### REQUIRED ACTION:
In the records below, which lines include "fill"? Copy them.

### THE DATA:
━━━━━━━━━━
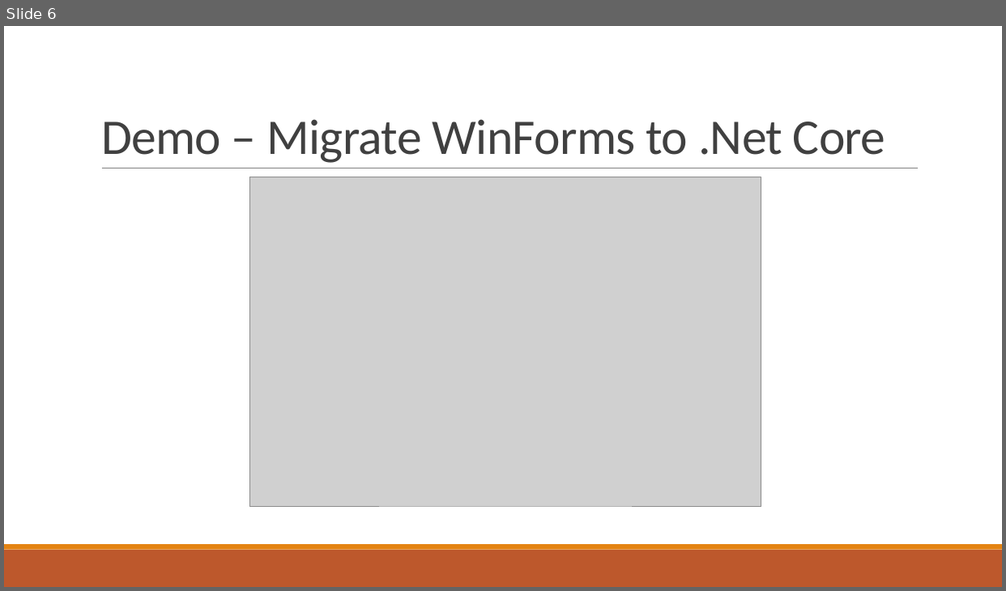
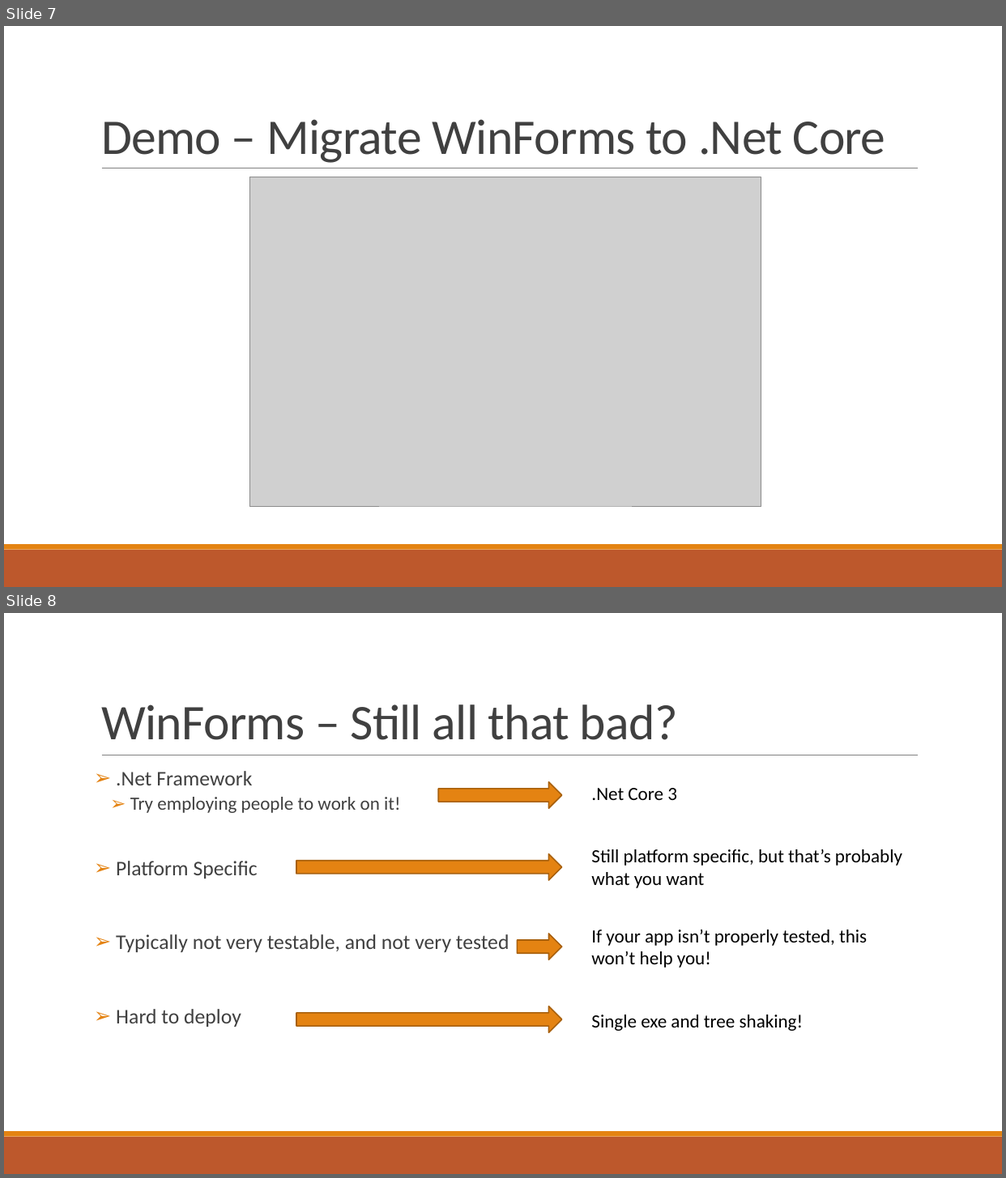
Before and after one commit to pcmichaels/WindowsDesktopTalk, a slide deck: Slides/WindowsDesktop.pptx. Shown one above the other, each under a label of ours: slide 6 before the commit, slides 7 and 8 after it. The pictures are 1006x591 and 1006x1178 pixels, drawn with LibreOffice and Linux fonts; fonts in the diff are those of the drawing; grey boxes stand for pictures. Boxes give left, top, right and bottom in pixels: in the first picture for what was removed or moved away, otherwise in the second. Text is boxed around its words. In the diff, an @@ line names an element or a change of style, - is before the commit and + after.

Commit message:
Update powerpoint

```diff
--- a/Slides/WindowsDesktop.pptx
+++ b/Slides/WindowsDesktop.pptx
@@ slide 8 added at [4,613,1002,1174], background #FFFFFF; not listed: 3 template elements that a slide beside it also shows @@
@@ title added at [101,705,678,740], 48 pt, text #404040 @@
+WinForms – Still all that bad?
@@ text added at [116,771,509,1027], 20 pt, text #404040 @@
+➢ .Net Framework
+  ➢ Try employing people to work on it!
+➢ Platform Specific
+➢ Typically not very testable, and not very tested
+➢ Hard to deploy
@@ right arrow added at [438,782,562,808], fill #E48312, outline #A9610D 1.25 pt @@
@@ text added at [591,788,677,800], 18 pt, text #000000 @@
+.Net Core 3
@@ right arrow added at [296,854,562,880], fill #E48312, outline #A9610D 1.25 pt @@
@@ text added at [591,850,902,888], 18 pt, text #000000 @@
+Still platform specific, but that’s probably what you want
@@ right arrow added at [518,934,562,960], fill #E48312, outline #A9610D 1.25 pt @@
@@ text added at [591,930,867,968], 18 pt, text #000000 @@
+If your app isn’t properly tested, this won’t help you!
@@ right arrow added at [296,1007,562,1033], fill #E48312, outline #A9610D 1.25 pt @@
@@ text added at [591,1015,803,1031], 18 pt, text #000000 @@
+Single exe and tree shaking!
@@ what was slide 6 is now slide 7 @@
```
Also in this commit, not shown: 6 other slides added.
━━━━━━━━━━
### TASK SOLUTION:
@@ right arrow added at [438,782,562,808], fill #E48312, outline #A9610D 1.25 pt @@
@@ right arrow added at [296,854,562,880], fill #E48312, outline #A9610D 1.25 pt @@
@@ right arrow added at [518,934,562,960], fill #E48312, outline #A9610D 1.25 pt @@
@@ right arrow added at [296,1007,562,1033], fill #E48312, outline #A9610D 1.25 pt @@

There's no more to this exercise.